# Minolta Monday!



## minicoop1985 (Jul 7, 2014)

It's been a bit too quiet in here lately. We should do some themes a couple times a week. Today's theme: Minolta Monday! Post your Minolta collection!

I'll start:



Minolta collection by longm1985, on Flickr

Front: X-370 and XG-SE, back: Plastic Fantastic Maxxum 7000.


----------



## Derrel (Jul 7, 2014)

All I have are fond,fond memories of Minolta from when I was about 12 years old. I spent summers at my Grandparents' farm, and we'd go into town onve every couple of weeks on mega-grocery shopping trips, and basically fill the trunk of his old 1969 Plymouth Fury II...a car with a HUGE trunk! One of the stops was usually Payless Drug Stores, which was in those days more of a variety store, and here in the far west, sold almost everything...kind of like Walmart does today. I remember one summer especially...ohhhh...I soooo much wanted a Minolta SRT-101, which was like $179.95. I remember they also had the SRT-100 for $149.95. But as a kid, I could not really afford such a camera. It would be a couple of years before I got to use my junior high school yearbook's SRT-102. But during that summer, I remember going to "the glass case", every week, where Payless kept a nice assortment of 35mm film cameras...and I realllly lusted after one of those Minoltas.
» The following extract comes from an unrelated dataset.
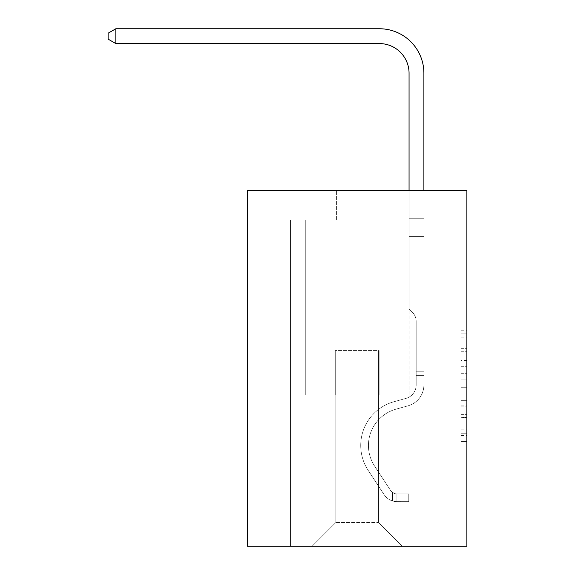 <?xml version="1.0" encoding="UTF-8"?>
<svg xmlns="http://www.w3.org/2000/svg" width="575" height="575" viewBox="0 0 575 575"><rect width="100%" height="100%" fill="white"/><g stroke="black" fill="none" stroke-linecap="round" stroke-linejoin="round"><path stroke-width="0.43" stroke-dasharray="2.88 2.16" d="M460.949 360.482L460.949 379.105L466.878 379.105L466.878 435.562L466.878 330.79L466.878 379.105L460.949 379.105L460.949 329.044L460.949 441.384L460.949 324.976L460.949 433.234L466.878 433.234L460.949 433.234L466.878 433.234L460.949 433.234L460.949 414.611L460.949 441.384L466.878 441.384L466.878 324.976L466.878 432.946L466.878 387.255L460.949 387.255L466.878 387.255L466.878 414.611L466.878 333.119L460.949 333.119L466.878 333.119L466.878 441.384L466.878 330.79L466.878 441.384L460.949 441.384L460.949 324.976L466.878 324.976L466.878 330.79L466.878 324.976L466.878 330.79L466.878 324.976L466.878 329.044L466.878 324.976L460.949 324.976L460.949 333.119L466.878 333.119L460.949 333.119L460.949 360.482L466.878 360.482M466.878 372.118L466.878 366.297L466.878 372.118L460.949 372.118L460.949 348.694L460.949 417.666L460.949 400.351L466.878 400.351L460.949 400.351L460.949 441.384L466.878 441.384L460.949 441.384L466.878 441.384L460.949 441.384L460.949 324.976L466.878 324.976L460.949 324.976L466.878 324.976L460.949 324.976L460.949 372.118L466.878 372.118M466.878 190.454L466.878 546.25L247.473 546.25L247.473 190.454L336.418 190.454L247.473 190.454L247.473 220.11L336.418 220.11L247.473 220.11L247.473 190.454L466.878 190.454L377.933 190.454L466.878 190.454L466.878 220.11L466.878 190.454M290.468 546.25L423.89 546.25L423.89 220.11L409.062 220.11L423.89 220.11L409.062 220.11L423.89 220.11L409.062 220.11L423.89 220.11L409.062 220.11L423.89 220.11L409.062 220.11L423.89 220.11L409.062 220.11L423.89 220.11L409.062 220.11L423.89 220.11L409.062 220.11L423.89 220.11L409.062 220.11L423.89 220.11L423.89 546.25L423.89 220.11L423.89 546.25L423.89 220.11L423.89 546.25L423.89 220.11L423.89 546.25L423.89 220.11L423.89 546.25L423.89 220.11L423.89 546.25L423.89 220.11L423.89 546.25L423.89 220.11L423.89 546.25L423.89 220.11L423.89 546.25L290.468 546.25L312.11 546.25L290.468 546.25L312.11 546.25L290.468 546.25L312.11 546.25L290.468 546.25L312.11 546.25L290.468 546.25L312.11 546.25L290.468 546.25L312.11 546.25L290.468 546.25L312.11 546.25L290.468 546.25L312.11 546.25L290.468 546.25L290.468 220.11L305.289 220.11L290.468 220.11L305.289 220.11L290.468 220.11L305.289 220.11L290.468 220.11L305.289 220.11L290.468 220.11L305.289 220.11L290.468 220.11L305.289 220.11L290.468 220.11L305.289 220.11L290.468 220.11L305.289 220.11L290.468 220.11L305.289 220.11L290.468 220.11L290.468 546.25M466.878 220.11L377.933 220.11L466.878 220.11M335.829 522.531L335.829 350.563L335.829 522.531L335.829 350.563L378.522 350.563L378.522 522.531L335.829 522.531L312.11 546.25L335.829 522.531L335.829 350.563L335.829 522.531L335.829 350.563L335.232 350.563L335.232 395.039L305.289 395.039L305.289 220.11L305.289 395.039L305.289 220.11L305.289 395.039L305.289 220.11L305.289 395.039L305.289 220.11L305.289 395.039L305.289 220.11L305.289 395.039L305.289 220.11L305.289 395.039L305.289 220.11L305.289 395.039L305.289 220.11L305.289 395.039L305.289 220.11L305.289 395.039L335.232 395.039L305.289 395.039L335.232 395.039L305.289 395.039L335.232 395.039L305.289 395.039L335.232 395.039L305.289 395.039L335.232 395.039L305.289 395.039L335.232 395.039L305.289 395.039L335.232 395.039L305.289 395.039L335.232 395.039L305.289 395.039L335.232 395.039L335.232 350.563L335.232 395.039L335.232 350.563L335.232 395.039L335.232 350.563L335.232 395.039L335.232 350.563L335.232 395.039L335.232 350.563L335.232 395.039L335.232 350.563L335.232 395.039L335.232 350.563L335.232 395.039L335.232 350.563L335.232 395.039L335.232 350.563L335.829 350.563L335.232 350.563L335.829 350.563L335.232 350.563L335.829 350.563L335.232 350.563L335.829 350.563L335.232 350.563L335.829 350.563L335.232 350.563L335.829 350.563L335.232 350.563L335.829 350.563L335.232 350.563L335.829 350.563L335.232 350.563L335.829 350.563L335.829 522.531L312.11 546.25L335.829 522.531L335.829 350.563L335.829 522.531L312.11 546.25L335.829 522.531L335.829 350.563L335.829 522.531L312.11 546.25L335.829 522.531L335.829 350.563L335.829 522.531L312.11 546.25L335.829 522.531L335.829 350.563L335.829 522.531L312.11 546.25L335.829 522.531L335.829 350.563L335.829 522.531L312.11 546.25L335.829 522.531L335.829 350.563L335.829 522.531L312.11 546.25L335.829 522.531L312.11 546.25L335.829 522.531L378.522 522.531L378.522 350.563L378.522 522.531L402.241 546.25L378.522 522.531L378.522 350.563L378.522 522.531L402.241 546.25L378.522 522.531L378.522 350.563L378.522 522.531L402.241 546.25L378.522 522.531L378.522 350.563L378.522 522.531L402.241 546.25L378.522 522.531L378.522 350.563L378.522 522.531L402.241 546.25L378.522 522.531L378.522 350.563L378.522 522.531L402.241 546.25L378.522 522.531L378.522 350.563L378.522 522.531L402.241 546.25L378.522 522.531L378.522 350.563L378.522 522.531L402.241 546.25L378.522 522.531L378.522 350.563L378.522 522.531L402.241 546.25L378.522 522.531L378.522 350.563L335.829 350.563L335.829 522.531L312.11 546.25L335.829 522.531M379.119 350.563L378.522 350.563L379.119 350.563L378.522 350.563L379.119 350.563L378.522 350.563L379.119 350.563L378.522 350.563L379.119 350.563L378.522 350.563L379.119 350.563L378.522 350.563L379.119 350.563L378.522 350.563L379.119 350.563L378.522 350.563L379.119 350.563L378.522 350.563L379.119 350.563L379.119 395.039L379.119 350.563M402.241 546.25L378.522 522.531L402.241 546.25M377.933 220.11L377.933 190.454L377.933 220.11M336.418 220.11L336.418 190.454L336.418 220.11M409.062 220.11L409.062 395.039L379.119 395.039L409.062 395.039L379.119 395.039L409.062 395.039L379.119 395.039L409.062 395.039L379.119 395.039L409.062 395.039L379.119 395.039L409.062 395.039L379.119 395.039L409.062 395.039L379.119 395.039L409.062 395.039L379.119 395.039L409.062 395.039L379.119 395.039L409.062 395.039L409.062 220.11M460.949 379.105L466.878 379.105L460.949 379.105M460.949 329.044L460.949 324.976L460.949 329.044L466.878 329.044L460.949 329.044M460.949 417.371L460.949 393.07L460.949 417.371L466.878 417.371L460.949 417.371M460.949 393.07L460.949 387.255L466.878 387.255L460.949 387.255L460.949 393.07L466.878 393.07L460.949 393.07M460.949 348.694L460.949 333.119L460.949 348.694L466.878 348.694L460.949 348.694M460.949 324.976L466.878 324.976L460.949 324.976L460.949 330.79L460.949 324.976L466.878 324.976M460.949 441.384L466.878 441.384L460.949 441.384L460.949 435.562L460.949 441.384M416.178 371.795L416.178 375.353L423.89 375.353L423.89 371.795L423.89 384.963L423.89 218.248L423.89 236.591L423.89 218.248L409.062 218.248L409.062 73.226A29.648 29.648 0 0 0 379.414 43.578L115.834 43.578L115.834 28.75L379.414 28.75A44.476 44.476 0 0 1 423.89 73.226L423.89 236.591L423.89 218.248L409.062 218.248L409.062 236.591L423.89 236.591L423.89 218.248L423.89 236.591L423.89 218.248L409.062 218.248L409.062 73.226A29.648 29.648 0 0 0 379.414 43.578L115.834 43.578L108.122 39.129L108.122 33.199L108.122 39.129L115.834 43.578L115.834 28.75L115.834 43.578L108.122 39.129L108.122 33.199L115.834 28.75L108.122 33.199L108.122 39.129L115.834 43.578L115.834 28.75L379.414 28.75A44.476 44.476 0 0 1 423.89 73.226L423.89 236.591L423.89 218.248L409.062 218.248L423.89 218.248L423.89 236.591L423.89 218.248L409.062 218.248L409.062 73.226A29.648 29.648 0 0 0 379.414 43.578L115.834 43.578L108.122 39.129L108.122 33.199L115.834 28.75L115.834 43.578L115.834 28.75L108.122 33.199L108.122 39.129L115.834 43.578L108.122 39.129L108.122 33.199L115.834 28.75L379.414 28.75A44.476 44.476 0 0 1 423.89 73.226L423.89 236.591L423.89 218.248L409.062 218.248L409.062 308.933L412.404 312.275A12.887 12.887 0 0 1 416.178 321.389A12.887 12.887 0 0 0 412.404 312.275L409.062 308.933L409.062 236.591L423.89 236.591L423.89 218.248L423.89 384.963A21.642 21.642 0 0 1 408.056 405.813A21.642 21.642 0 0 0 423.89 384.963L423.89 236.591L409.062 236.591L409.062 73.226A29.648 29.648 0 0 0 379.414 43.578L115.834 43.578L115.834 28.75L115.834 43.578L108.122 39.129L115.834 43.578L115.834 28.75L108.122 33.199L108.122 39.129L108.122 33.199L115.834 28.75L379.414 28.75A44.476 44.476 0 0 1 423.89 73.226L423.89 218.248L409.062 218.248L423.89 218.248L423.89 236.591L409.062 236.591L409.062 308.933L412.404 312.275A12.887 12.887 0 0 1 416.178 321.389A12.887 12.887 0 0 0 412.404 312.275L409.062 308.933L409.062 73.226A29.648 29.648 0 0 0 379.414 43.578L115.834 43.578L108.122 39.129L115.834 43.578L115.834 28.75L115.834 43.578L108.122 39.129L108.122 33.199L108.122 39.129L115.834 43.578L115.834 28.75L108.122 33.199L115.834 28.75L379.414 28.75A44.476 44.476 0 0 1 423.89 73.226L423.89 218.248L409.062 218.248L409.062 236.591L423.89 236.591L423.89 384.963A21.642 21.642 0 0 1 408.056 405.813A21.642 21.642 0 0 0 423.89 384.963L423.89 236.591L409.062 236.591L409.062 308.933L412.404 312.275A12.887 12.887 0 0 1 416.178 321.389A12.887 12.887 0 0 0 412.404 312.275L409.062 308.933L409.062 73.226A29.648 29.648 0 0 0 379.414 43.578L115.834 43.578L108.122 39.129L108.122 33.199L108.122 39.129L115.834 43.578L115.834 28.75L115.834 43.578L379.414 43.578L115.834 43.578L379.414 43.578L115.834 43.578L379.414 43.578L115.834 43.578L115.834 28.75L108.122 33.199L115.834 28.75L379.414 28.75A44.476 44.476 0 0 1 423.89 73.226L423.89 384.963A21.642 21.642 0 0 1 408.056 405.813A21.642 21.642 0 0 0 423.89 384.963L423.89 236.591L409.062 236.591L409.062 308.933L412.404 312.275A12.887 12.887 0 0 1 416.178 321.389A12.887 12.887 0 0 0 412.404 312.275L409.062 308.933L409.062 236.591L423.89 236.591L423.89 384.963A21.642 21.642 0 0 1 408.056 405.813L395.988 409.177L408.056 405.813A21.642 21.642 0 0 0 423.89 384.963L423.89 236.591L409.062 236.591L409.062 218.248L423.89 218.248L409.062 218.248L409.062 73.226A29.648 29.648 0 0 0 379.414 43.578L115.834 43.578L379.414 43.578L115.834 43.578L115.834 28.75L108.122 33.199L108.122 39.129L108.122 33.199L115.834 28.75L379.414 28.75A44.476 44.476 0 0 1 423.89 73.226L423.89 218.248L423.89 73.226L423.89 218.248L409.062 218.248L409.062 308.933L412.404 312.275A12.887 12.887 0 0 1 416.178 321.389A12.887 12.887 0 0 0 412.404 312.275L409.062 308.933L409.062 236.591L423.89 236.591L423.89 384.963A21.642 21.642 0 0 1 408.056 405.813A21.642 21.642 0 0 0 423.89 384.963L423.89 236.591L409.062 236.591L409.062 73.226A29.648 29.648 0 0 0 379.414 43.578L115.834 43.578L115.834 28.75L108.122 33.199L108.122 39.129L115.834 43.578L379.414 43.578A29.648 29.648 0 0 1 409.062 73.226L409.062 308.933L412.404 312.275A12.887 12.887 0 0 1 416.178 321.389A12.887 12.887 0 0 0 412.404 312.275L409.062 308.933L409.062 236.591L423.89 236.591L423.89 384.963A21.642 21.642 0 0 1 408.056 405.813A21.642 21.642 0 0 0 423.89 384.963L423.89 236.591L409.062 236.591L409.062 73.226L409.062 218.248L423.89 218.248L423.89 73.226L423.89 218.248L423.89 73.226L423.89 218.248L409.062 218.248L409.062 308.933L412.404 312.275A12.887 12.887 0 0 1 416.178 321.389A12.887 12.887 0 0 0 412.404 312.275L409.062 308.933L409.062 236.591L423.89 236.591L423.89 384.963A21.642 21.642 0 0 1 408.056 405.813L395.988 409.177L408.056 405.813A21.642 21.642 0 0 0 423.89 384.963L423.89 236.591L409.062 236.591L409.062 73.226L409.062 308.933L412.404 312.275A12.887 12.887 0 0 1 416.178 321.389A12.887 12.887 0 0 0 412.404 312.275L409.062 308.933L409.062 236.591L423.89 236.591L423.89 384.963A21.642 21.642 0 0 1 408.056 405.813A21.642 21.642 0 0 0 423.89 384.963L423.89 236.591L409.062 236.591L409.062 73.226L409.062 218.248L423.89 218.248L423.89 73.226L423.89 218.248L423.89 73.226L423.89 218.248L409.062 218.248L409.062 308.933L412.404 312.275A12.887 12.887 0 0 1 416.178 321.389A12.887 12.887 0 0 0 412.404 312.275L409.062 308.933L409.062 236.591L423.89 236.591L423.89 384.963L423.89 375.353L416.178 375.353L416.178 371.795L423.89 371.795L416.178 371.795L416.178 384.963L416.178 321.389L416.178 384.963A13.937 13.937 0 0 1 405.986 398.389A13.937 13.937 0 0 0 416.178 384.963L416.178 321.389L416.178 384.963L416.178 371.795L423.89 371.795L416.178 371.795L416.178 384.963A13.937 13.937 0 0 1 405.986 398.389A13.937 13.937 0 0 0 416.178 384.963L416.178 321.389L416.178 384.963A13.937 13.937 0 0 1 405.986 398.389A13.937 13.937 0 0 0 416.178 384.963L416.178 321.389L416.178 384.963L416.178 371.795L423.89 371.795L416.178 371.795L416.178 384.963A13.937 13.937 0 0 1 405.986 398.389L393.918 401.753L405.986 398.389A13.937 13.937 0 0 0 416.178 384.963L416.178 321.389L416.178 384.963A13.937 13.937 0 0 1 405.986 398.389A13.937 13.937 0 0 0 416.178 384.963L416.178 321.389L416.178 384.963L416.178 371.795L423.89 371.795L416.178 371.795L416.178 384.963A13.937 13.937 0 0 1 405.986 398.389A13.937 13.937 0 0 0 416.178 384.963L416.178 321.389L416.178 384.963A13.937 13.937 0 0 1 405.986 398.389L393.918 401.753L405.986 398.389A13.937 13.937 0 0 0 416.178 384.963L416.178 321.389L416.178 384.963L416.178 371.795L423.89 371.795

I think the SRT 101 and 201 and 202 were really gorgeous cameras. I wish I owned one!


----------



## Theo2 (Jul 7, 2014)

How fitting! My old Minolta SRT 101 ate a roll of film today! Gotta love those machines.


----------



## compur (Jul 7, 2014)




----------



## BlackSheep (Jul 7, 2014)

Well that caught my attention for long enough to log in! I unfortunately have no photos handy of my collection right now, but see my signature below for the Minoltas that I use. I love my Minoltas!!!


----------



## smithdan (Jul 7, 2014)

The tail end of the HI-MATIC line, and the cheap one too.  Lots of plastic but appears to be solid and well made.  Sits on the hand nice.  Black foamy light trap stuff in good shape. 


 Haven't taken this one out for a drive yet


----------



## limr (Jul 7, 2014)

I don't have a picture of mine yet! Gimme a little while and I'll take a quickie.


----------



## minicoop1985 (Jul 7, 2014)

Most excellent, folks. One of these days, I'd like to own a Minolta rangefinder that works.  I've bought several, but they've all been broken for one reason or another. In fact, I've never successfully shot a full roll of film through a rangefinder at all... :blushing:

On a side note, I bought the Maxxum 7000 because it had a Minolta 3500 flash on it with hot shoe adapter (connects a Minolta shoe flash to a hot shoe). I've been using the Minolta flash on my Canon (I checked voltages first), and was thinking of ditching the Maxxum until I remembered that I actually liked using them for some reason.


----------



## limr (Jul 7, 2014)

Okay, here's my SR-1. I can never remember if it's the SR-1 or -2! I sometimes get confused because I've got an Olympus OM-2 and these model letters/numbers combos often get muddled in my brain. My addled, addled brain.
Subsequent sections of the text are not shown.